How We Built Our Multi-Agent Research System
Anthropic’s Research feature uses multiple Claude agents working in parallel to tackle complex research tasks more effectively than single-agent approaches. Here’s what we learned building this system from prototype to production.
Why Multi-Agent Systems Excel at Research
Research involves unpredictable, path-dependent exploration. You can’t hardcode fixed steps for investigating complex topics—the process adapts based on discoveries along the way.
Multi-agent systems solve this through parallel exploration. While a single agent searches sequentially, our system spawns specialized subagents that investigate different aspects simultaneously. Each subagent operates in its own context window, providing separation of concerns and reducing path dependency.
Our internal evaluations show dramatic improvements: multi-agent Claude Opus 4 with Sonnet 4 subagents outperformed single-agent Opus 4 by 90.2% on research tasks. The system excels at breadth-first queries requiring multiple independent directions.

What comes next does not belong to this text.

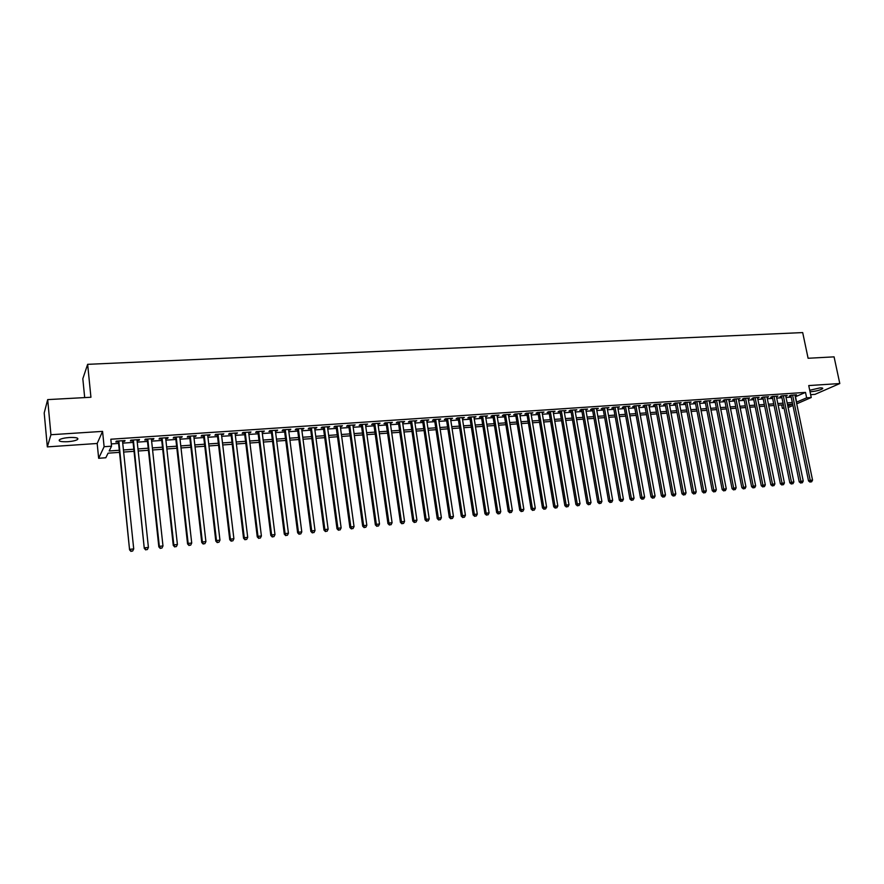 <?xml version="1.0" encoding="UTF-8"?>
<svg xmlns="http://www.w3.org/2000/svg" width="884" height="884" viewBox="0 0 884 884"><rect width="100%" height="100%" fill="white"/><g stroke="black" fill="none" stroke-linecap="round" stroke-linejoin="round"><path stroke-width="1.33" d="M67.803 441.713C72.444 441.337 75.681 440.619 77.505 439.547C78.897 437.956 76.157 437.282 69.284 437.514C64.62 437.878 61.372 438.608 59.537 439.668C58.167 441.282 60.919 441.956 67.803 441.713M810.02 391.711L811.39 391.667C816.606 391.093 820.341 390.098 822.595 388.684C823.126 388.054 822.219 387.8 819.899 387.921L809.722 390.264M119.506 452.354L108.08 453.172L105.815 457.757L98.654 458.288L104.113 446.707L111.539 446.188L109.163 450.984L119.296 450.265M97.174 443.481L102.566 431.381L50.941 434.729L47.681 399.612L44.2 412.972L47.327 446.884L97.174 443.481L98.654 458.288M84.687 397.601L82.82 378.717L87.649 364.33L802.694 332.583L808.098 358.263L834.076 356.86L839.8 383.546L808.738 385.568L811.247 397.524L796.738 403.822M810.639 394.662L814.982 394.363L839.8 383.546M784.108 408.298L782.384 408.419L783.986 407.723M781.677 404.949L782.384 408.419M50.941 434.729L47.327 446.884M122.556 441.514L124.6 441.381L125.031 440.563L116.268 441.16L115.87 441.978L118.423 441.801M137.075 440.53L139.053 440.387L139.517 439.58L130.832 440.166L130.401 440.983L132.92 440.807M151.451 439.547L153.385 439.414L153.871 438.597L145.274 439.182L144.799 440L147.308 439.823M165.717 438.563L167.584 438.442L168.115 437.635L159.584 438.21L159.076 439.017L161.562 438.851M179.85 437.602L182.226 436.674L173.772 437.248L173.231 438.055L175.695 437.889M193.861 436.641L196.215 435.713L187.828 436.287L187.264 437.094L189.706 436.928M207.751 435.69L210.083 434.773L201.773 435.337L201.165 436.143L203.596 435.978M221.519 434.751L223.829 433.834L215.597 434.398L214.956 435.204L217.365 435.038M235.177 433.823L237.453 432.906L229.299 433.458L228.636 434.265L231.011 434.099M248.713 432.895L250.979 431.989L242.879 432.541L242.183 433.337L244.548 433.182M262.128 431.978L264.371 431.072L256.349 431.624L255.631 432.42L257.962 432.265M275.443 431.072L277.664 430.165L269.697 430.707L268.957 431.514L271.277 431.348M288.637 430.165L290.836 429.27L282.946 429.812L282.173 430.607L284.471 430.453M301.72 429.27L303.897 428.386L296.074 428.917L295.267 429.712L297.554 429.558M314.693 428.386L316.859 427.502L309.102 428.022L308.262 428.828L310.527 428.674M327.566 427.502L329.71 426.618L322.008 427.149L321.157 427.944L323.4 427.79M340.329 426.629L342.451 425.757L334.815 426.276L333.931 427.071L336.152 426.917M352.981 425.768L355.081 424.895L347.511 425.414L346.605 426.198L348.815 426.055M365.534 424.906L367.622 424.044L360.108 424.552L359.18 425.348L361.368 425.193M377.987 424.055L380.054 423.193L372.606 423.701L371.645 424.486L373.81 424.342M390.33 423.215L392.374 422.353L384.993 422.861L384.01 423.646L386.164 423.502M402.585 422.375L404.607 421.524L397.281 422.022L396.275 422.806L398.408 422.662M414.729 421.546L416.74 420.696L409.469 421.193L408.441 421.977L410.563 421.834M426.784 420.718L428.773 419.878L421.569 420.364L420.508 421.149L422.618 421.005M438.74 419.9L440.707 419.06L433.558 419.546L432.486 420.331L434.574 420.187M450.597 419.093L452.553 418.254L445.459 418.74L444.365 419.524L446.431 419.381M462.365 418.287L464.299 417.458L457.26 417.933L456.144 418.718L458.199 418.574M474.034 417.491L475.957 416.662L468.973 417.137L467.835 417.911L469.868 417.778M485.614 416.696L487.515 415.878L480.587 416.342L479.426 417.126L481.448 416.983M497.095 415.911L498.996 415.093L492.123 415.557L490.94 416.342L492.941 416.198M508.499 415.137L510.377 414.32L503.56 414.784L502.355 415.557L504.344 415.425M519.814 414.364L521.671 413.546L514.897 414.01L513.681 414.784L515.648 414.651M531.03 413.601L532.875 412.784L526.157 413.237L524.919 414.01L526.875 413.878M542.168 412.839L543.991 412.032L537.328 412.485L536.069 413.248L538.013 413.115M553.218 412.077L555.03 411.27L548.423 411.723L547.141 412.497L549.063 412.364M564.18 411.325L565.981 410.53L559.417 410.972L558.113 411.745L560.036 411.613M575.064 410.585L576.843 409.789L570.335 410.231L569.02 411.005L570.909 410.872M585.86 409.844L587.628 409.06L581.164 409.491L579.827 410.264L581.716 410.132M596.578 409.115L598.324 408.331L591.915 408.762L590.567 409.524L592.435 409.402M607.209 408.386L608.943 407.601L602.59 408.032L601.219 408.795L603.065 408.673M617.761 407.668L619.485 406.883L613.176 407.314L611.783 408.077L613.629 407.955M628.248 406.949L629.949 406.176L623.684 406.596L622.281 407.358L624.104 407.237M638.635 406.242L640.336 405.469L634.115 405.889L632.69 406.651L634.502 406.518M648.955 405.535L650.635 404.762L644.458 405.181L643.033 405.944L644.823 405.822M659.199 404.839L660.867 404.065L654.735 404.485L653.287 405.237L655.077 405.115M669.376 404.143L671.022 403.369L664.934 403.789L663.475 404.541L665.243 404.419M679.464 403.447L681.1 402.684L675.067 403.104L673.575 403.855L675.343 403.734M689.487 402.761L691.111 402.01L685.111 402.419L683.608 403.17L685.365 403.049M699.432 402.087L701.034 401.325L695.089 401.734L693.575 402.485L695.31 402.364M709.299 401.413L710.902 400.662L704.99 401.06L703.465 401.811L705.189 401.69M719.101 400.739L720.692 399.988L714.824 400.386L713.278 401.137L714.99 401.027M724.604 399.723L741.875 487.681L745.93 486.863L728.703 399.446L728.836 400.076L730.405 399.325L724.582 399.723L723.024 400.474L724.725 400.353M738.494 399.413L740.052 398.673L734.273 399.071L732.703 399.811L734.383 399.701M748.085 398.739L749.632 398.021L743.897 398.408L742.306 399.159L743.985 399.038M757.599 398.087L759.135 397.369L753.444 397.756L751.842 398.507L753.511 398.386M767.058 397.424L768.583 396.728L762.925 397.115L761.312 397.855L762.969 397.745M776.439 396.783L777.953 396.087L772.34 396.474L770.715 397.214L772.362 397.104M785.754 396.131L787.268 395.457L781.688 395.833L780.053 396.573L781.677 396.463M795.291 396.828L805.501 392.397L110.82 439.226L111.539 446.188M111.307 443.923L118.589 443.425M122.732 443.138L133.097 442.42M137.241 442.144L147.484 441.436M151.628 441.149L161.739 440.453M165.894 440.166L175.872 439.481M180.027 439.193L189.883 438.519M194.038 438.232L203.773 437.558M207.928 437.271L217.541 436.608M221.707 436.32L231.199 435.668M235.365 435.381L244.735 434.74M248.901 434.453L258.161 433.812M262.327 433.525L271.465 432.895M275.631 432.608L284.67 431.989M288.836 431.701L297.753 431.083M301.919 430.795L310.726 430.199M314.903 429.911L323.599 429.304M327.765 429.016L336.362 428.431M340.528 428.143L349.025 427.558M353.191 427.27L361.578 426.696M365.744 426.408L374.031 425.834M378.197 425.547L386.374 424.983M390.551 424.696L398.629 424.143M402.795 423.856L410.784 423.303M414.95 423.016L422.839 422.475M427.005 422.187L434.795 421.657M438.961 421.37L446.652 420.839M450.818 420.552L458.42 420.022M462.586 419.734L470.1 419.226M474.255 418.939L481.681 418.419M485.846 418.132L493.173 417.635M497.327 417.347L504.576 416.85M508.731 416.563L515.88 416.066M520.046 415.778L527.107 415.292M531.262 415.005L538.245 414.53M542.4 414.242L549.307 413.767M553.45 413.48L560.268 413.016M564.423 412.729L571.152 412.264M575.307 411.977L581.959 411.524M586.103 411.237L592.678 410.784M596.822 410.496L603.319 410.054M607.452 409.767L613.872 409.325M618.015 409.038L624.358 408.596M628.491 408.32L634.756 407.889M638.889 407.601L645.077 407.17M649.21 406.894L655.32 406.463M659.453 406.187L665.497 405.767M669.619 405.48L675.597 405.071M679.719 404.784L685.619 404.386M689.741 404.099L695.564 403.701M699.686 403.413L705.443 403.016M709.554 402.739L715.244 402.342M719.355 402.054L724.979 401.668M729.09 401.391L734.648 401.004M738.748 400.728L744.24 400.341M748.35 400.065L753.765 399.69M757.864 399.413L763.224 399.038M767.323 398.761L772.616 398.397M776.716 398.109L781.942 397.745M786.031 397.469L791.202 397.115M795.014 395.491L796.506 394.828L790.97 395.203L789.324 395.944L790.937 395.833M102.566 431.381L104.113 446.707M805.501 392.397L806.639 397.844L811.247 397.524M47.681 399.612L90.93 397.259L87.649 364.33M787.799 406.065L792.053 404.209L787.489 404.529M783.401 404.828L778.163 405.203M774.064 405.491L768.771 405.878M764.671 406.165L759.312 406.552M755.201 406.85L749.776 407.237M745.676 407.524L740.184 407.922M736.074 408.22L730.515 408.618M726.405 408.905L720.78 409.314M716.659 409.601L710.968 410.01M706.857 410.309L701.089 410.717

The key insight: token usage explains 80% of performance variance in browsing evaluations. Multi-agent architectures effectively scale token usage by distributing work across separate context windows.
Architecture: Orchestrator-Worker Pattern
Our system uses a lead agent that coordinates specialized subagents operating in parallel.
When you submit a query, the lead agent:
- Analyzes the request and develops a strategy
- Spawns subagents to explore different aspects simultaneously
- Synthesizes results and determines if more research is needed
- Passes findings to a citation agent for proper attribution
This differs from traditional RAG approaches that use static retrieval. Our architecture performs multi-step search that dynamically finds information, adapts to findings, and analyzes results.
Prompt Engineering Lessons
Multi-agent systems introduce coordination complexity that single-agent prompting doesn’t address. Here’s what worked:
Think like your agents. Build simulations using the exact prompts and tools from your system. Watch agents work step-by-step to understand failure modes like continuing when they have sufficient results or using overly verbose search queries.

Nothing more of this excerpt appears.